The idea of the nomadic writer, setting up a makeshift office wherever the story leads is ridiculously cliche. Almost every profession can set up shop wherever there’s decent WiFi and buckets of coffee close at hand. But one of the perks of being paid for the pen is it affords a life of mobility. It doesn’t pay enough to live most places but it allows an author to work from everywhere.
Hang around the action and the stories will find the writer, floating in the thin air to be plucked and planted on a page to bloom right before the eyes of the reader. From Memorial until Labor Day, there’s no better location to observe and report than along the New Jersey coastline.
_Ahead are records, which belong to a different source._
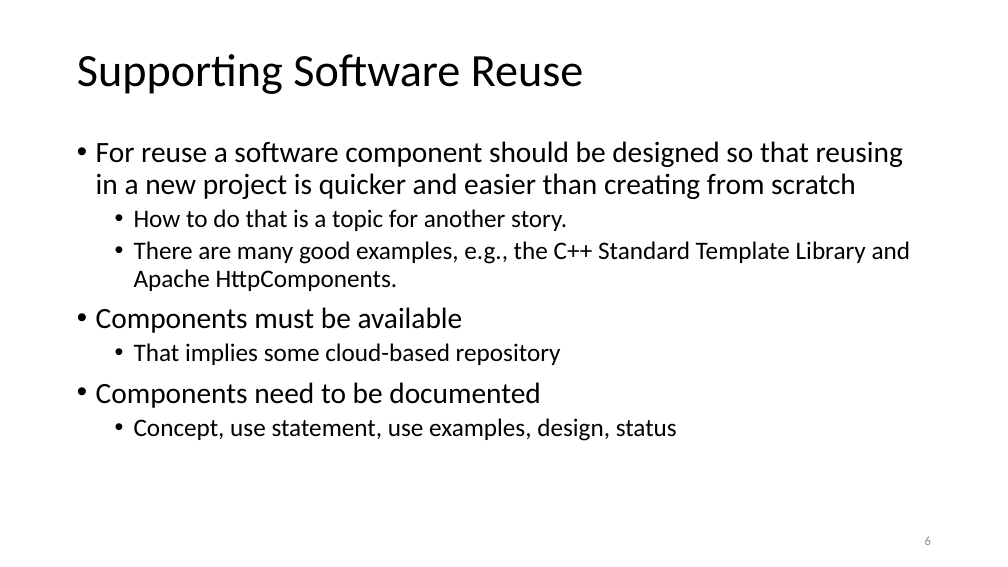
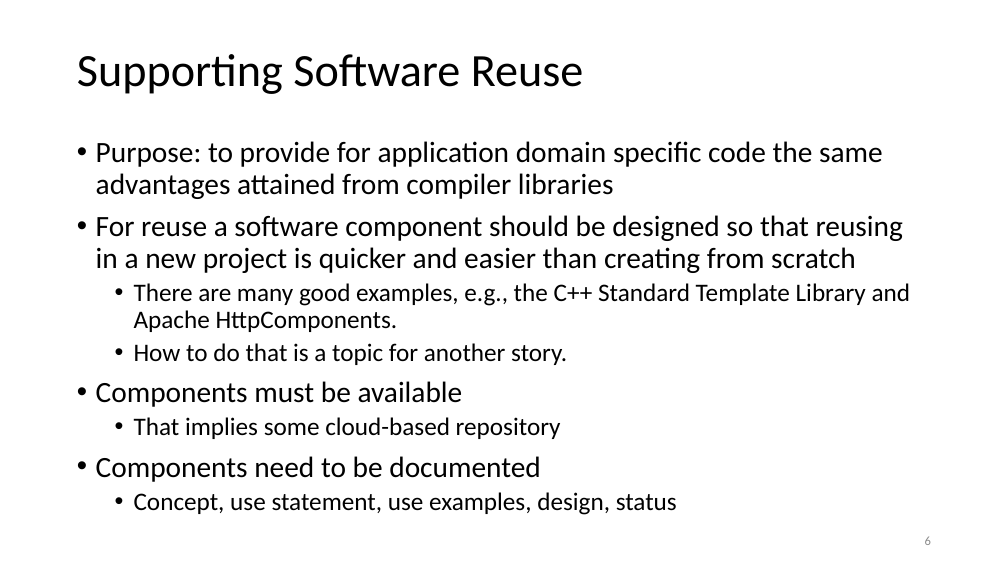
Before and after one commit to JimFawcett/JimFawcett.github.io, a slide deck: slide 6 of Resources/PublishingSourceCode.pptx. Drawn at 1008x567 pixels with LibreOffice and Linux fonts; fonts in the diff are those of the drawing. Boxes give left, top, right and bottom in pixels: in the first picture for what was removed or moved away, otherwise in the second. Text is boxed around its words. In the diff, an @@ line names an element or a change of style, - is before the commit and + after.

```diff
--- a/Resources/PublishingSourceCode.pptx
+++ b/Resources/PublishingSourceCode.pptx
@@ text at [96,141,883,199]: paragraph added @@
+• Purpose: to provide for application domain specific code the same advantages attained from compiler libraries
@@ text at [134,241,911,291]: paragraph removed @@
-  • There are many good examples, e.g., the C++ Standard Template Library and Apache HttpComponents.
@@ text at [134,283,911,332]: paragraph added @@
+  • There are many good examples, e.g., the C++ Standard Template Library and Apache HttpComponents.
```
Also in this commit, not shown: 9 other slides changed, 1 other file.
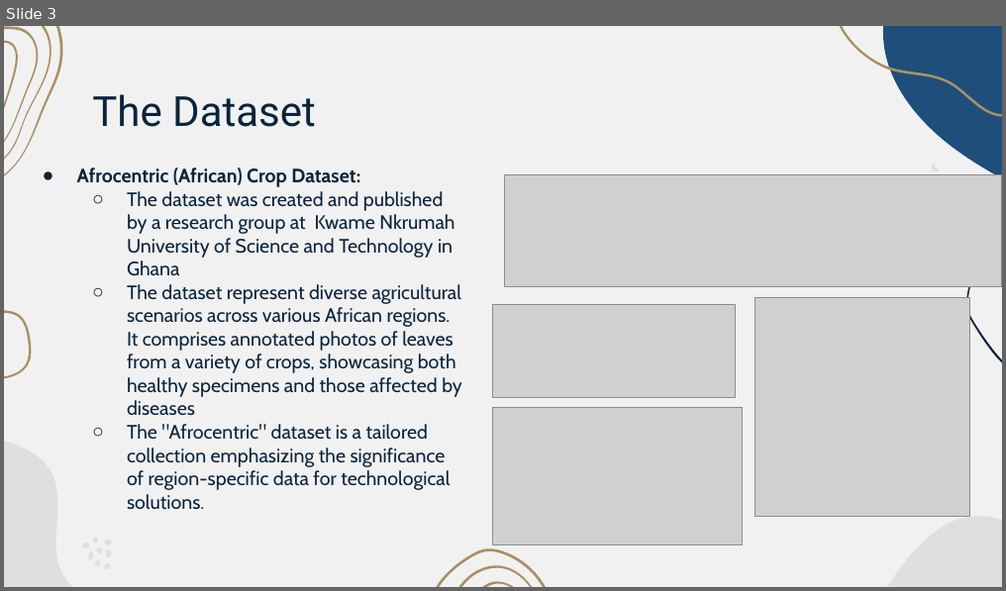
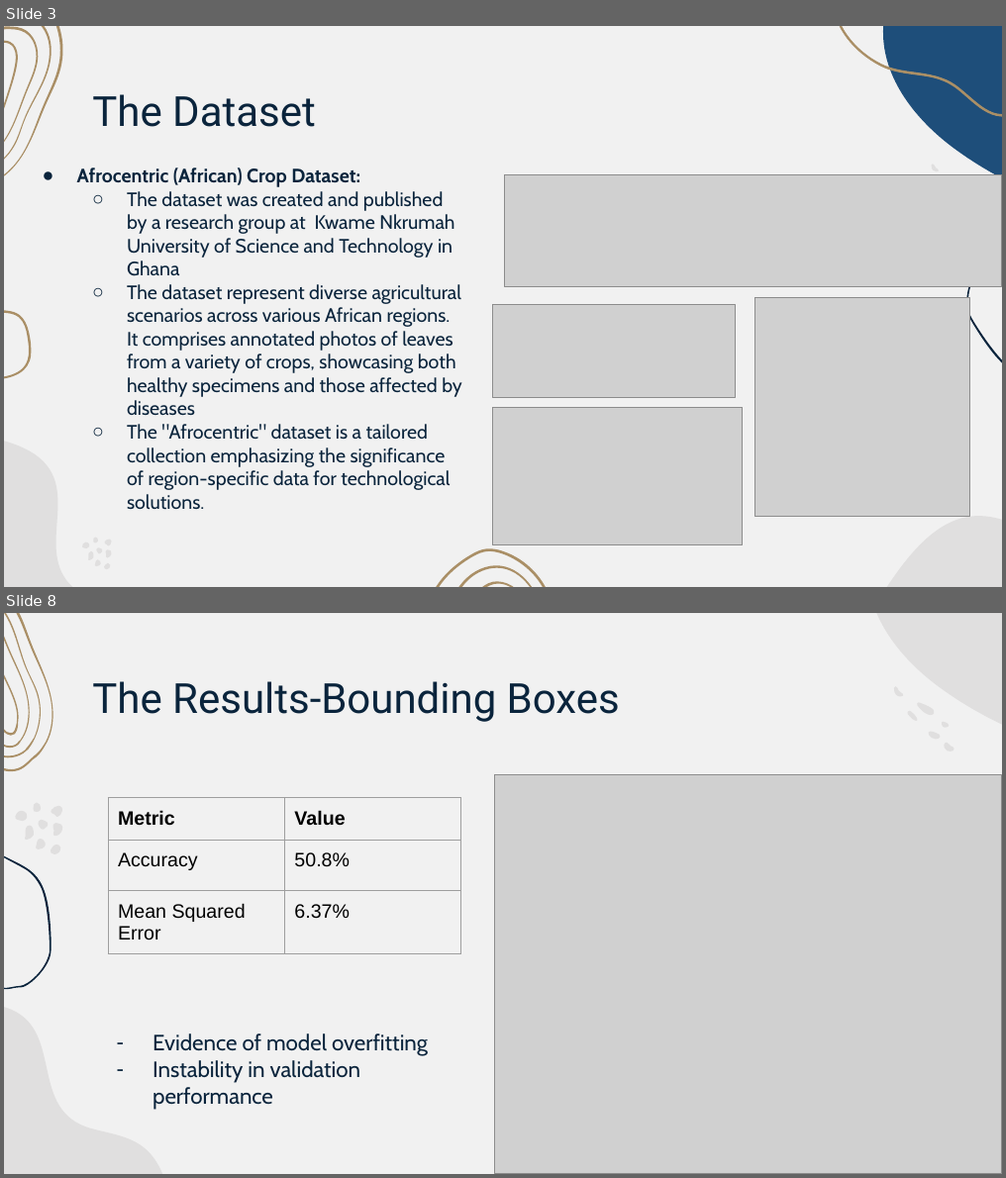
Before and after one commit to ljtaylor99/AAI-521-Final-Project, a slide deck: Final Project Presentation-Team 4.pptx. Shown one above the other, each under a label of ours: slide 3 before the commit, slides 3 and 8 after it; the slides between them are not shown. The pictures are 1006x591 and 1006x1178 pixels, drawn with LibreOffice and Linux fonts; fonts in the diff are those of the drawing; grey boxes stand for pictures. Boxes give left, top, right and bottom in pixels: in the first picture for what was removed or moved away, otherwise in the second. Text is boxed around its words. In the diff, an @@ line names an element or a change of style, - is before the commit and + after.

Commit message:
Add files via upload
Revising results section

```diff
--- a/Final Project Presentation-Team 4.pptx
+++ b/Final Project Presentation-Team 4.pptx
@@ slide 8 added at (4,613,1002,1174), background #F1F1F1 @@
@@ group added at (4,613,53,771): 4 freeform shapes @@
@@ freeform shape added at (833,613,1002,816), fill #E0DFDF @@
@@ title added at (92,681,620,722), 30 pt, text #0A243C @@
+The Results-Bounding Boxes
@@ group added at (893,687,955,752): 7 freeform shapes @@
@@ picture added at (495,775,1002,1174) @@
@@ table added at (108,797,461,1125), 3 rows, 2 columns @@
+Metric | Value
+Accuracy | 50.8%
+Mean Squared Error | 6.37%
@@ freeform shape added at (4,841,51,989), fill #0A243C @@
@@ group added at (15,803,63,855): 8 freeform shapes @@
@@ freeform shape added at (954,855,1002,1055), fill #AA8F66 @@
@@ freeform shape added at (974,871,1002,1040), fill #AA8F66 @@
@@ freeform shape added at (4,903,203,1174), fill #E0DFDF @@
@@ freeform shape added at (992,887,1002,1030), fill #AA8F66 @@
@@ text added at (152,1034,428,1110), 16 pt, text #0A243C @@
+– Evidence of model overfitting
+– Instability in validation performance
@@ freeform shape added at (643,1039,1002,1174), fill #1E4E7A @@
```
Also in this commit, not shown: 3 slides changed.
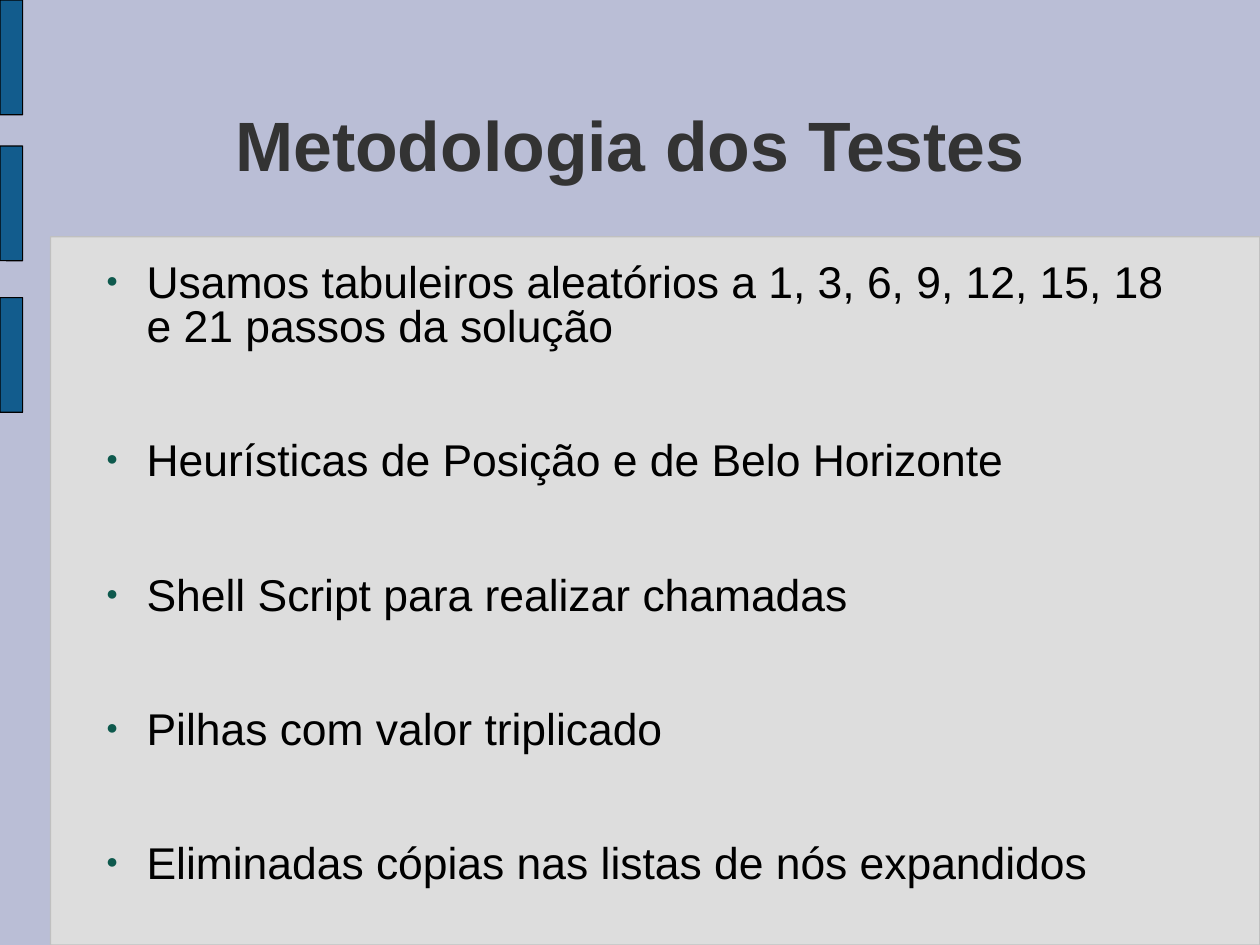
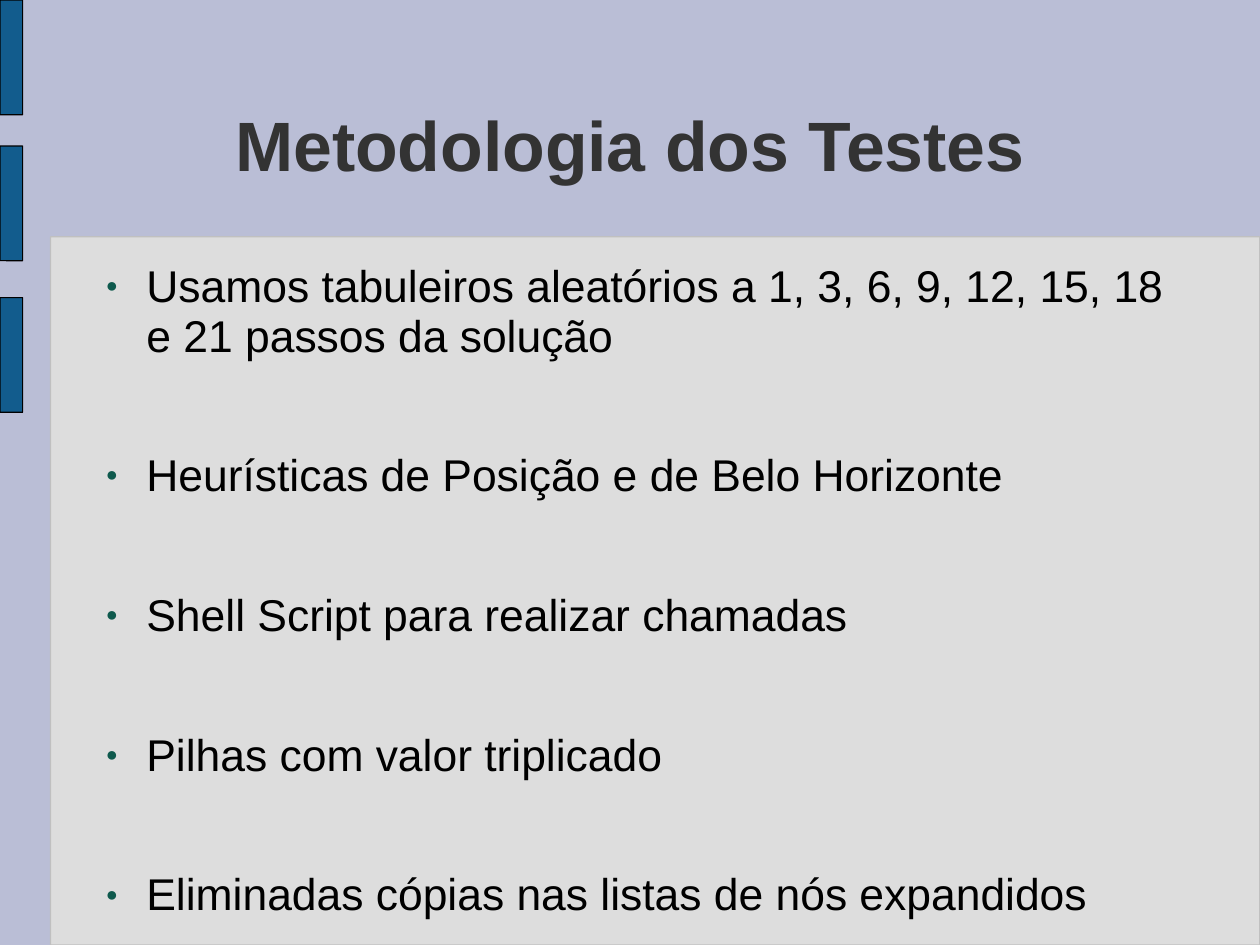
Before and after one commit to syeryoha/15puzzle-prolog, a slide deck: slide 5 of doc/apresentacao.ppt (slide 4 before the commit). Drawn at 1260x945 pixels with LibreOffice and Linux fonts; fonts in the diff are those of the drawing. Boxes give left, top, right and bottom in pixels: in the first picture for what was removed or moved away, otherwise in the second. Text is boxed around its words. In the diff, an @@ line names an element or a change of style, - is before the commit and + after.

```diff
--- a/doc/apresentacao.ppt
+++ b/doc/apresentacao.ppt
@@ text "Usamos tabuleiros aleatórios a 1, ..." at [146, 269, 1163, 920]: line spacing 0.83 to 0.93 @@
```
Also in this commit, not shown: 1 slide added.

The comedies, melodramas and one-man-shows playing out in the sand and seaside bars as abundant as the day trippers in line for a daily beach badge.
Early in the summer season, before schools let out and office grunts realize they’ve got vacation days to burn before the end of the year, I hit the beach with a notebook in hand to vomit out the first few pages of the next great novel that your mom is going to force you to read. The one everyone is raving about in her Yoga For Silver Foxes class.
For years, I’ve tried to make any and every New Jersey beach my writing nook. It’s damn impossible. I’ve spent hours and months scribbling notes about random beach bums and Bennies, only to come up empty with anything other than observations about things no one would believe unless they could see. I’ve got four pages dedicated to a man with the most “outie” belly button imaginable. It looked just like a dick. His application of sunblock was near pornographic.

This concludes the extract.